Kudos to you for helping out dogs in need


----------



## merrow (Feb 18, 2007)

i do teddys front nails about every 2 weeks or so as he dose loads of walking on grass but i liturall take of 1 or 2 mm each time as his nails arnt long but i do keep on top of them as when i got them they were curling round.

i take of a tiny bit at a time and look at the nail they are usaly white and powdery then i do them again and again till i see a tiny black dot apear that is the area close to the uick so i stop its worked for me every time and never cut him doin it this way 


xx


----------



## RonE (Feb 3, 2007)

Alpha, or anyone else who dremels a dog's nails: This is new to me. Tell me more.

I know what a dremel is. I have a couple of cordless and corded ones. I just never thought of using them on my dog's nail. Or is there a special dog dremel that costs 4 times as much as the one from Home Depot?


----------



## britishbandit (Dec 11, 2006)

RonE said:


> Alpha, or anyone else who dremels a dog's nails: This is new to me. Tell me more.
> 
> I know what a dremel is. I have a couple of cordless and corded ones. I just never thought of using them on my dog's nail. Or is there a special dog dremel that costs 4 times as much as the one from Home Depot?


Here's a pretty good explaination of using a dremmel. Scroll down a bit to get to the "how to".

http://homepages.udayton.edu/~merensjp/doberdawn/index.html


----------



## RonE (Feb 3, 2007)

Wow, thanks, britishbandit. That was a very thorough explanation.

I will begin introducing Esther to my dremel later today. She has already made friends with my lawnmower and snowblower (in the sense that she doesn't attack them any more) so I think we can do this.

Routine nail care has been a challenge with Esther. Even the groomer doesn't seem to have great success and this is not a dog that goes to a groomer very often.
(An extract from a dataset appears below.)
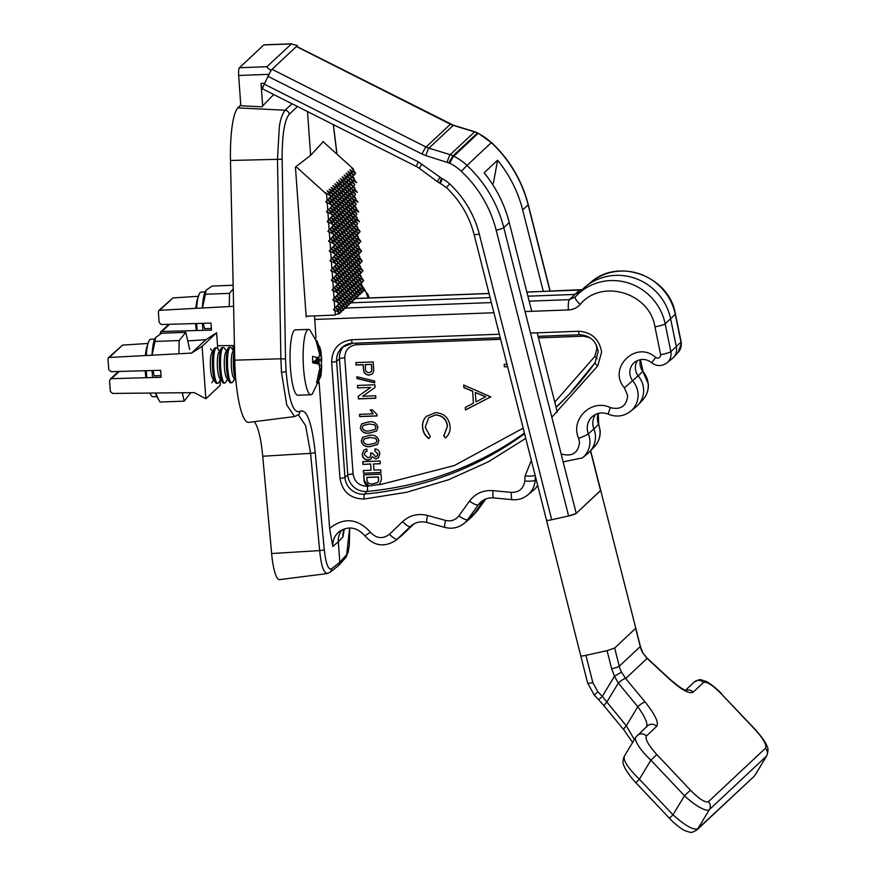 <?xml version="1.0" encoding="UTF-8"?>
<svg xmlns="http://www.w3.org/2000/svg" width="876" height="876" viewBox="0 0 876 876"><rect width="100%" height="100%" fill="white"/><g stroke="black" fill="none" stroke-linecap="round" stroke-linejoin="round"><path stroke-width="1.31" d="M640.378 359.609A13.797 13.326 -133.1 0 0 642.842 371.38L648.317 383.962C648.667 390.083 646.795 395.415 642.71 399.949L637.991 405.019A22.218 21.462 46.9 0 1 635.943 406.924L630.578 411.315A21.758 21.013 -133.1 0 0 638.046 393.74A21.758 21.013 -133.1 0 0 632.713 380.874A13.797 13.326 46.9 0 1 634.607 362.237C640.476 358.339 646.159 358.503 651.656 362.752L655.686 357.517C636.436 339.625 607.167 367.997 624.391 387.838L638.122 375.848A13.337 12.877 46.9 0 1 637.597 360.43M530.506 333.055L578.543 331.259C591.639 332.135 599.326 339.067 601.615 352.064L597.76 365.894L551.836 417.217M642.71 399.949A21.758 21.013 46.9 0 0 648.185 384.246A21.758 21.013 46.9 0 0 642.842 371.38L638.122 375.848A22.218 21.462 46.9 0 1 643.575 388.977A22.218 21.462 46.9 0 1 637.991 405.019M598.242 413.395A15.965 15.429 -133.1 0 0 598.527 424.356L593.884 428.944A15.505 14.969 46.9 0 1 595.735 414.315M624.391 387.838L627.698 395.613C626.537 406.103 620.766 410.121 610.386 407.658C591.628 398.295 569.937 419.275 578.653 438.372A8.891 0.865 -21.6 0 0 588.398 433.839L593.884 428.944A22.218 21.462 46.9 0 1 595.406 435.58A22.218 21.462 46.9 0 1 589.822 451.622A22.218 21.462 46.9 0 1 587.774 453.527L582.42 457.918A21.758 21.013 -133.1 0 0 589.877 440.332A21.758 21.013 -133.1 0 0 588.398 433.839A15.965 15.429 46.9 0 1 592.789 416.177C597.443 412.607 602.688 411.961 608.513 414.238C616.452 417.381 623.811 416.407 630.578 411.315M655.686 357.517C658.445 358.81 660.121 357.988 660.701 355.054L654.963 326.836C649.707 292.726 601.527 278.294 580.219 304.454A8.891 2.289 -137.9 0 1 575.302 296.92L580.558 291.281A53.327 51.509 46.9 0 1 585.453 286.693A53.327 51.509 46.9 0 1 670.677 318.995L676.36 346.808A12.505 12.078 46.9 0 1 672.297 358.525L666.932 362.905A12.034 11.618 -133.1 0 0 670.852 351.637L665.158 323.824A52.867 51.06 -133.1 0 0 627.961 282.882A52.867 51.06 -133.1 0 0 575.828 296.351A52.867 51.06 -133.1 0 0 575.313 296.909L569.378 299.658L579.518 290.164A8.891 1.763 -92.1 0 1 579.781 290.055L582.212 289.595M370.592 464.094L362.905 464.379L362.708 461.652L380.118 461.006L380.315 463.733L373.526 463.984L373.975 470.116L380.753 469.854L380.95 472.58L363.54 473.237L363.343 470.511L371.03 470.226L370.723 463.962L362.905 464.379M422.56 427.368C422.155 423.042 423.426 419.374 426.36 416.352L435.46 412.662C444.012 413.176 448.884 417.721 450.089 426.305C450.45 431.036 448.895 434.934 445.435 437.978L443.716 435.974L447.395 426.262C446.399 419.232 442.413 415.487 435.449 415.027L428.682 417.743L425.243 427.247L430.28 436.478L428.868 438.602C424.991 435.821 422.889 432.076 422.56 427.368L422.692 427.236C422.298 422.922 423.557 419.243 426.492 416.22M446.18 437.332L445.435 437.978L443.847 435.854L447.526 426.13C446.53 419.1 442.555 415.355 435.591 414.906L428.747 417.688M472.547 391.287L463.864 387.608L463.678 385.035L490.79 396.861L465.463 409.979L465.287 407.417L473.401 403.212L472.679 391.167L463.995 387.477L463.831 385.09M375.76 458.936L372.136 456.681L370.942 459.035L368.073 460.119C364.624 459.889 362.664 458.038 362.193 454.556L363.759 450.275L366.715 448.928L367.099 451.162L365.007 452.169L364.208 454.556L367.931 457.874L369.99 457.075L370.931 454.48L370.592 453.034L372.618 453.199L375.519 456.692L377.063 456.089L377.819 453.943L374.928 451.096L374.994 448.851C377.852 449.3 379.461 450.943 379.823 453.79L378.421 457.83L375.76 458.936L372.136 456.681M378.881 440.606L377.578 444.45L370.46 446.541C365.653 447.275 362.587 445.512 361.251 441.274L362.642 437.299L369.65 435.339C374.457 434.616 377.534 436.368 378.881 440.606M370.252 409.913L372.311 409.837L377.009 414.512L377.118 415.958L359.697 416.604L359.543 414.359L373.11 413.855L370.252 409.913M358.437 398.898L358.24 396.291L370.636 387.422L357.649 387.915L357.474 385.451L374.884 384.794L375.07 387.4L362.675 396.27L375.673 395.777L375.848 398.241L358.437 398.898L358.383 396.193M356.839 376.702L374.61 380.983L374.742 382.834L356.97 378.563L356.839 376.702M369.168 375.125C365.478 374.895 363.573 372.88 363.452 369.07L363.146 364.777L356.006 365.051L355.831 362.587L373.242 361.93L373.724 370.953L372.453 373.833L369.168 375.125L372.519 373.767M377.917 427.16L376.614 431.003L369.497 433.094C364.69 433.817 361.624 432.065 360.277 427.816L361.678 423.853L368.686 421.893C373.494 421.159 376.57 422.922 377.917 427.16M507.587 366.683L504.379 366.803L504.204 364.296L506.963 364.197M500.645 339.297L356.488 344.695C348.911 345.768 345.002 350.159 344.761 357.868L353.083 473.982C354.506 481.997 359.259 486.06 367.34 486.169L368.566 486.049C365.719 485.173 364.208 483.245 364.044 480.289L363.649 474.847L381.06 474.19L381.443 479.49L379.418 484.811L454.337 465.561L523.169 428.145M379.954 484.362L368.566 486.049M554.771 402.15L594.727 356.543A4.555 1.161 -144.3 0 1 597.147 358.799M594.727 356.543L596.983 348.418L595.965 344.235M589.734 337.589L583.427 336.198L538.477 337.873M254.117 421.695A48.662 9.647 -92.1 0 1 262.723 456.243L271.626 553.523A35.774 7.096 87.9 0 0 279.575 579.627L327.142 573.583M234.746 360.178A58.002 11.498 87.9 0 0 248.751 422.374L294.599 416.549L286.748 404.942L281.481 372.289L280.878 358.788L234.746 360.178L230.487 160.472A58.002 11.498 87.9 0 1 237.834 107.879L239.925 105.711L261.825 106.817L273.706 94.52M307.498 111.581L310.641 155.315L323.189 141.759M327.963 573.189C324.032 574.185 321.262 566.663 319.663 550.61L271.626 553.523M298.344 414.852L305.593 425.561L310.597 453.352L262.723 456.243M294.741 416.527L298.026 414.874M281.481 372.289A4.271 0.712 -4.1 0 0 286.08 371.413L285.532 358.963L280.878 358.788L277.484 159.049L279.302 127.327C280.134 120.209 282.083 114.515 285.127 110.234L237.834 107.879M307.093 316.159L306.184 316.948L295.442 167.075L310.641 155.315M344.312 528.852L342.943 536.988L338.333 541.718L339.811 562.348L338.804 565.359L329.945 572.367L327.076 573.583M329.945 572.367A4.271 4.117 52 0 0 331.478 568.863L339.811 562.348L346.688 554.617L349.644 527.965M341.979 529.827A17.772 17.17 46.9 0 0 338.333 541.718L332.814 546.482L329.606 528.414L319.116 382.144M315.973 338.235L314.528 315.886M351.046 302.811L490.078 297.61M527.91 296.187L574.229 294.456L579.89 291.993M525.753 438.35L488.556 461.696L448.534 479.774L406.727 492.246L364.219 499.024C350.477 498.827 342.396 491.918 339.965 478.296L331.643 362.171C332.059 349.075 338.716 341.607 351.605 339.757L499.364 334.227M580.219 304.454C577.043 307.87 573.09 309.699 568.36 309.94A8.891 1.763 -92.1 0 1 569.378 299.658L529.17 301.158M413.877 523.925L402.664 534.71A22.218 21.462 46.9 0 1 401.416 535.827L396.051 540.207A21.758 21.013 -133.1 0 0 397.277 539.123L410.373 526.509A18.243 17.619 46.9 0 1 411.413 525.589C415.903 522.074 421.071 521.034 426.919 522.479L444.888 527.429C451.939 529.203 458.312 527.878 464.017 523.465A21.758 21.013 -133.1 0 0 467.653 519.61L478.285 504.828A18.243 17.619 46.9 0 1 481.34 501.587C484.899 498.751 489.038 497.524 493.757 497.907L512.208 499.681C517.979 500.163 523.125 498.619 527.648 495.039A21.758 21.013 -133.1 0 0 535.137 480.267A8.891 1.697 -176.6 0 1 524.779 480.99C523.574 488.589 519.107 492.4 511.387 492.411A8.891 1.555 95.5 0 0 512.208 499.681M537.656 485.304A22.218 21.462 46.9 0 1 535.061 488.742A22.218 21.462 46.9 0 1 533.013 490.659L527.648 495.039M484.472 499.572L483.727 500.36A17.772 17.17 46.9 0 1 484.242 499.692M329.606 528.414C343.929 517.081 357.539 518.329 370.417 532.17C376.341 538.62 382.692 539.309 389.47 534.25L402.566 521.647C409.705 515.23 418.049 513.172 427.608 515.482L445.577 520.432C451.02 521.647 455.454 520.125 458.871 515.876L469.503 501.094A8.891 2.256 35.7 0 0 478.285 504.828L483.727 500.36L473.095 515.143A22.218 21.462 46.9 0 1 471.43 517.168A22.218 21.462 46.9 0 1 469.383 519.085L464.017 523.465M429.01 438.471C425.134 435.7 423.031 431.956 422.692 427.236M446.245 437.266L445.566 437.858M473.401 403.212L472.679 391.167M465.463 409.979L465.419 407.34M490.779 396.806L465.605 409.848M371.008 458.969L368.073 460.119M378.487 457.765L375.892 458.805M374.928 451.096L375.125 448.873M377.819 453.943L375.07 450.976M377.129 456.024L377.961 453.812M370.931 454.48L370.734 452.914M370.055 457.009L371.074 454.348M367.088 451.085L365.084 452.115M362.193 454.556L363.825 450.209M368.205 459.999C364.755 459.758 362.795 457.907 362.335 454.425M370.46 446.541L370.592 446.421C365.796 447.143 362.719 445.38 361.383 441.143L361.251 441.274M377.644 444.384L370.592 446.421M361.383 441.143L362.774 437.179M370.384 409.793L373.11 413.855M359.697 416.604L359.686 414.359M377.107 415.837L359.839 416.483M357.649 387.915L370.636 387.422M375.837 398.12L358.569 398.766M362.675 396.27L375.07 387.378M357.78 387.783L357.616 385.44M356.97 378.563L356.992 376.746M374.731 382.681L357.112 378.432M363.146 364.777L363.595 368.938C363.704 372.749 365.61 374.775 369.3 374.994M356.006 365.051L355.974 362.576M363.288 364.657L356.138 364.92M369.497 433.094L369.628 432.974C364.832 433.697 361.755 431.934 360.419 427.696L360.277 427.816M376.68 430.937L369.628 432.974M360.419 427.696L361.81 423.732M507.565 366.562L504.379 366.803M504.51 366.683L504.346 364.296M475.318 392.47L485.797 396.729L475.996 401.865L475.318 392.47L485.665 396.861M364.274 438.843L369.957 437.452L375.64 438.252L377.009 440.54L376.023 442.873M371.829 370.537L371.019 371.862L368.916 372.661C366.661 372.53 365.5 371.293 365.456 368.927L365.292 364.58L371.544 364.35L371.829 370.537L371.085 371.796M363.31 425.397L368.993 424.006L374.676 424.805L376.045 427.083L375.059 429.426M369.957 437.452L375.64 438.252M377.009 440.54L375.957 442.938L370.307 444.307C366.935 444.986 364.58 443.946 363.255 441.197L364.208 438.909L369.825 437.584M375.508 438.383L376.866 440.661M365.161 364.712L371.544 364.35M371.413 364.471L371.698 370.668M368.993 424.006L374.676 424.805M376.045 427.083L374.994 429.492L369.344 430.85C365.971 431.54 363.617 430.499 362.292 427.751L363.244 425.462L368.862 424.126M374.545 424.937L375.903 427.214M363.036 464.258L362.85 461.652M380.304 463.612L373.526 463.984M380.94 472.46L363.54 473.237M363.671 473.106L363.485 470.5M370.723 463.962L371.03 470.226M380.02 484.308L379.363 484.822M368.982 486.005L364.044 480.289M364.175 480.168L363.792 474.847M377.655 482.523L378.585 480.836L378.454 476.905L366.924 477.332L366.956 479.785C367.438 483.048 369.442 484.395 372.979 483.837L377.589 482.588L378.443 480.957L378.322 477.026L366.792 477.464M590.643 450.735L600.684 490.363A6.669 0.854 165.8 0 1 600.564 490.593L576.222 513.402A6.669 0.854 165.8 0 1 568.612 515.986L551.705 519.742L479.271 233.991A100.871 97.433 46.9 0 0 449.662 183.905A30.452 29.412 46.9 0 0 442.325 178.781L418.301 161.83A6.669 0.613 -63.2 0 0 416.56 166.604L262.548 88.892A6.669 1.325 -92.1 0 1 261.037 83.406L264.694 83.264L271.012 70.277C267.946 68.361 266.567 67.178 266.884 66.718L239.444 67.737A6.669 1.325 87.9 0 0 238.655 75.478L268.943 74.34M240.823 105.766L238.655 75.478M296 166.637L326.606 194.231L327.055 200.462L325.752 201.929L327.252 203.276L327.755 210.262L326.452 211.718L327.952 213.065L328.456 220.051L327.153 221.508L328.653 222.854L329.157 229.84L327.854 231.297L329.354 232.655L329.858 239.63L328.566 241.086L330.066 242.444L330.559 249.419L329.267 250.875L330.767 252.233L331.259 259.219L329.967 260.676L331.467 262.023L331.96 269.009L330.668 270.465L332.168 271.812L332.661 278.798L331.369 280.254L332.869 281.601L333.373 288.587L332.07 290.044L333.57 291.401L334.074 298.377L332.77 299.833L334.271 301.191L334.774 308.166L333.471 309.622L334.971 310.98L335.267 315.108L306.129 316.203M261.037 83.406L262.658 105.952M322.85 141.463L353.455 169.057L353.554 170.382M353.893 175.2L352.623 176.766L354.101 178.102L354.2 179.427M354.594 184.989L353.324 186.555L354.802 187.891L354.9 189.216M355.306 194.779L354.024 196.344L355.514 197.68L355.601 199.005M356.006 204.579L354.725 206.134L356.214 207.481L356.302 208.795M356.707 214.368L355.426 215.923L356.915 217.27L357.003 218.595M357.408 224.157L356.127 225.723L357.616 227.059L356.127 225.723M358.12 234.067L356.828 235.513L358.317 236.849L356.565 235.764L358.109 233.947M357.715 228.384L357.616 227.059M358.317 236.849L358.415 238.173M358.81 243.736L357.528 245.302L359.018 246.638L359.116 247.963M359.51 253.536L358.229 255.091L359.718 256.438L359.817 257.752M360.211 263.326L358.93 264.88L360.419 266.227L360.518 267.552M360.912 273.115L359.642 274.67L361.12 276.017L361.219 277.342M361.613 282.904L360.343 284.47L361.821 285.806L361.919 287.131M239.444 67.737L263.786 44.939A6.669 1.325 -92.1 0 1 264.005 44.829L291.62 43.8L266.884 66.718M354.243 299.888L354.955 299.121L352.557 300.205M352.36 301.651L353.072 300.873L350.674 301.957M350.488 303.414L351.188 302.636L348.79 303.72M348.604 305.176L349.316 304.399L346.918 305.483M346.721 306.939L347.433 306.162L345.035 307.246M344.837 308.702L345.549 307.925L343.151 309.009M342.965 310.454L343.666 309.688L341.268 310.772M341.082 312.217L341.793 311.451L339.395 312.524M339.198 313.98L339.91 313.203L335.245 314.703M363.649 291.084L364.361 290.306L361.952 291.39M361.766 292.847L362.478 292.069L360.08 293.153M359.883 294.61L360.594 293.832L358.196 294.916M358.01 296.373L358.711 295.595L356.313 296.679M356.127 298.125L356.839 297.358L354.43 298.442M333.471 309.622L334.971 310.98M334.774 308.166L339.209 303.414L333.044 299.581L334.271 301.191M332.77 299.833L334.928 297.818L339.209 303.414L335.628 307.618L339.91 313.203L333.745 309.37L341.092 301.651L337.501 305.855L341.793 311.451L335.628 307.618L342.965 299.888L339.384 304.092L343.666 309.688L337.501 305.855L344.848 298.136L341.268 302.329L345.549 307.925L339.384 304.092L346.732 296.373L343.151 300.567L347.433 306.162L341.268 302.329L345.024 298.804L349.316 304.399L343.151 300.567L350.488 292.847L344.323 289.014L348.615 294.61L342.439 290.777L346.732 296.373L340.567 292.54L344.848 298.136L338.683 294.303L342.965 299.888L336.8 296.066L341.092 301.651L334.928 297.818L340.392 291.861L334.216 288.029L338.508 293.624L334.928 297.818L342.264 290.098L336.099 286.266L340.392 291.861L336.8 296.066L346.031 286.583L339.866 282.751L344.148 288.335L340.567 292.54L347.914 284.82L341.739 280.988L346.031 286.583L342.439 290.777L349.787 283.058L343.622 279.225L347.914 284.82L344.323 289.014L346.206 287.251L350.488 292.847L346.907 297.041L351.188 302.636L345.024 298.804L352.371 291.084L346.206 287.251L351.67 281.295L345.505 277.462L350.969 271.505L344.805 267.673L350.269 261.716L344.104 257.883L349.568 251.927L343.403 248.094L348.867 242.126L342.691 238.294L344.575 236.542L348.867 242.126L343.403 248.094L347.684 253.679L341.52 249.846L345.801 255.442L342.22 259.646L346.502 265.231L342.921 269.436L347.203 275.031L343.622 279.225L349.086 273.268L342.921 269.436L348.385 263.479L342.22 259.646L347.684 253.679L340.337 261.398L344.629 266.994L341.038 271.199L345.33 276.783L341.739 280.988L345.505 277.462L349.787 283.058L346.206 287.251L353.554 279.532L347.389 275.699L352.853 269.742L346.677 265.91L352.152 259.953L345.976 256.12L351.44 250.164L345.275 246.331L349.568 251.927L344.104 257.883L348.385 263.479L341.038 271.199L346.502 265.231L340.337 261.398L345.801 255.442L339.636 251.609L346.984 243.889L340.819 240.057L346.283 234.1L340.118 230.268L344.399 235.863L340.819 240.057L345.1 245.652L338.935 241.82L344.399 235.863L338.235 232.03L342.516 237.626L338.935 241.82L343.217 247.415L337.753 253.372L342.045 258.967L335.88 255.135L340.162 260.73L333.997 256.898L338.278 262.493L334.698 266.687L338.979 272.283L335.399 276.477L339.68 282.072L336.099 286.266L337.983 284.503L342.264 290.098L338.683 294.303L344.148 288.335L337.983 284.503L347.203 275.031L341.038 271.199L339.165 272.951L343.447 278.546L339.866 282.751L345.33 276.783L339.165 272.951L344.629 266.994L338.454 263.161L342.746 268.757L337.282 274.714L341.563 280.309L337.983 284.503L343.447 278.546L337.282 274.714L342.746 268.757L336.581 264.924L340.863 270.52L335.399 276.477L340.863 270.52L334.698 266.687L343.918 257.205L337.753 253.372L343.217 247.415L337.052 243.583L341.344 249.178L335.18 245.346L339.461 250.941L335.88 255.135L341.344 249.178L333.997 256.898L339.461 250.941L333.296 247.109L337.578 252.693L331.413 248.861L335.694 254.456L332.113 258.661L337.578 252.693L330.23 260.413L331.467 262.023M334.074 298.377L338.508 293.624L332.343 289.792L333.57 291.401M332.07 290.044L341.563 280.309L335.399 276.477L333.515 278.239L337.808 283.835L334.216 288.029L339.68 282.072L333.515 278.239L338.979 272.283L332.814 268.45L337.107 274.046L331.643 280.002L332.869 281.601M333.373 288.587L337.808 283.835L331.643 280.002L337.107 274.046L330.931 270.213L332.168 271.812M331.369 280.254L332.661 278.798M330.668 270.465L336.406 264.245L330.23 260.413L335.694 254.456L329.529 250.624L330.767 252.233M331.96 269.009L343.918 257.205L339.636 251.609L346.984 243.889L342.691 238.294L357.419 224.278M329.967 260.676L331.259 259.219M329.267 250.875L334.993 244.667L328.829 240.834L330.066 242.444M330.559 249.419L342.516 237.626L336.351 233.793L340.644 239.389L337.052 243.583L346.283 234.1L341.99 228.505L343.874 226.742L348.166 232.337L341.99 228.505L347.454 222.548L343.874 226.742L345.757 224.979L350.039 230.574L343.874 226.742L349.338 220.785L345.757 224.979L347.641 223.227L351.922 228.811L345.757 224.979L351.221 219.022L347.641 223.227L349.513 221.464L353.805 227.059L350.214 231.253L354.506 236.849L350.926 241.042L356.39 235.086L350.214 231.253L352.097 229.49L356.39 235.086L352.798 239.279L358.262 233.323L354.681 237.516L358.963 243.112L355.382 247.317L359.675 252.901L353.499 249.069L357.791 254.664L354.2 258.869L358.492 264.453L352.327 260.621L356.609 266.216L353.028 270.421L357.309 276.017L351.145 272.184L355.426 277.769L351.845 281.973L356.138 287.569L349.962 283.736L354.254 289.321L350.674 293.526L354.955 299.121L348.79 295.289L353.072 300.873L346.907 297.041L356.138 287.569L352.546 291.763L356.839 297.358L350.674 293.526L358.01 285.806L351.845 281.973L357.309 276.017L353.729 280.211L358.01 285.806L354.43 290L358.711 295.595L352.546 291.763L359.894 284.043L356.313 288.237L360.594 293.832L354.43 290L361.777 282.28L358.185 286.474L362.478 292.069L356.313 288.237L363.66 280.517L357.485 276.685L362.949 270.728L359.642 274.67M328.566 241.086L334.293 234.877L328.128 231.045L329.354 232.655M329.858 239.63L328.829 240.834L330.712 239.071L334.993 244.667L331.413 248.861L340.644 239.389L334.468 235.556L338.76 241.141L332.595 237.308L336.877 242.904L330.712 239.071L345.582 224.311L339.417 220.478L343.699 226.074L340.118 230.268L345.582 224.311L341.29 218.715L346.754 212.758L340.589 208.926L344.881 214.521L339.417 220.478L344.881 214.521L338.705 210.689L342.998 216.284L337.534 222.241L341.815 227.837L338.235 232.03L343.699 226.074L337.534 222.241L342.998 216.284L336.833 212.452L341.114 218.036L335.65 224.004L339.932 229.589L336.351 233.793L341.815 227.837L335.65 224.004L341.114 218.036L334.95 214.204L339.231 219.799L333.767 225.756L338.059 231.352L334.468 235.556L339.932 229.589L333.767 225.756L339.231 219.799L333.066 215.967L337.359 221.562L331.894 227.519L336.176 233.115L332.595 237.308L338.059 231.352L331.894 227.519L337.359 221.562L331.183 217.73L335.475 223.325L328.128 231.045L333.592 225.088L327.427 221.256L328.653 222.854M327.854 231.297L329.157 229.84M327.153 221.508L332.891 215.299L326.726 211.466L327.952 213.065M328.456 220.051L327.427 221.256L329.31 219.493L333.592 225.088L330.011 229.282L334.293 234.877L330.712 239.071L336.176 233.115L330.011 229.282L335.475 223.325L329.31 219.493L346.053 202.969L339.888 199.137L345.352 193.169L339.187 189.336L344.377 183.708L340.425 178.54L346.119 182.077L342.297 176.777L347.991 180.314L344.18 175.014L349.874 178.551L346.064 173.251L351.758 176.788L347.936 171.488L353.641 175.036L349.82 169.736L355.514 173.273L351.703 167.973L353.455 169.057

I have a particular motivation to keep the nails under control now. We just had a house-full of 100-year-old yellow birch floors refinished. They are drop-dead gorgeous but not as hard as oak or maple. If Esther is going to have the run of the house, her nails need to be short.


----------



## briteday (Feb 10, 2007)

I am also looking at filing my own dogs' nail with a dremel type tool. However, all that I've seen are in the $30 and way up range. And the replacement sanding drums are $4 for 6 drums, the cheapest I could find. I've been looking for similar tools at hobby shops (my husband has one for model building but the handset is too big and heavy for me to do my little dogs, and I would like one of the battery ones so I'm not tied to a wall outlet) but we have limited retail here. 
If anyone has access to something like Hobby Lobby or other retail maybe they could check. I'm also going to pick the brain of my woodworking neighbor for a source for the sanding drums.
If I find something along the dremel line I'll post it.


----------



## britishbandit (Dec 11, 2006)

I absolutely look the look of dremmeled claws, but I don't have the patience to sit there for that long to do 3 Rottweilers...HAHA. So I just clip as needed. 

It's great for people who are unsure of trimming black claws though, as you can see the quick better as you get the nail down. Clipping them you have to be very very careful. One bad experience with a nail cut too short and bleeding, can make clipping a difficult task in the future.


----------



## RonE (Feb 3, 2007)

This is going to take a while.

Esther had a VERY big day and, so, is feeling pretty mellow this evening. I charged up the Dremel, clipped a box of training treats to my belt and prepared to to battle with The Claws.

To begin with, Esther is very affectionate, but she doesn't like people messing with her ears, her paws or any other body parts. I let her sniff the Dremel and, predictably, she licked it. I took that as a good sign.

Then I turned it on - low speed. The cordless ones are pretty quiet, so that didn't alarm her in the least. Then I gently took her paw in my hand (with the Dremel at a safe distance.)

"What the ****? Why is he doing this? He's never done this before. I think this is BAD!!"

So I expect to spend a week of evenings holding hands with my dog to get her used to that idea. Then we'll get the Dremel out again.

If that doesn't work, I may have to get her drunk.


----------



## Alpha (Aug 24, 2006)

RonE- Some dogs prefer the nail clippers to the dremel because the sound and feel of the dremmel. While others prefer the dremel because they are so sensitive to the tension build up of the clippers. If that makes ANY sense whatsoever! ROFL

The way I look at it is, make them deal with it BOTH ways. Make BOTH ways fun and make them tolerate it. Then you can clip, and use the dremel for a quick "zzz" just to file out the edges so their not so sharp from the clipping.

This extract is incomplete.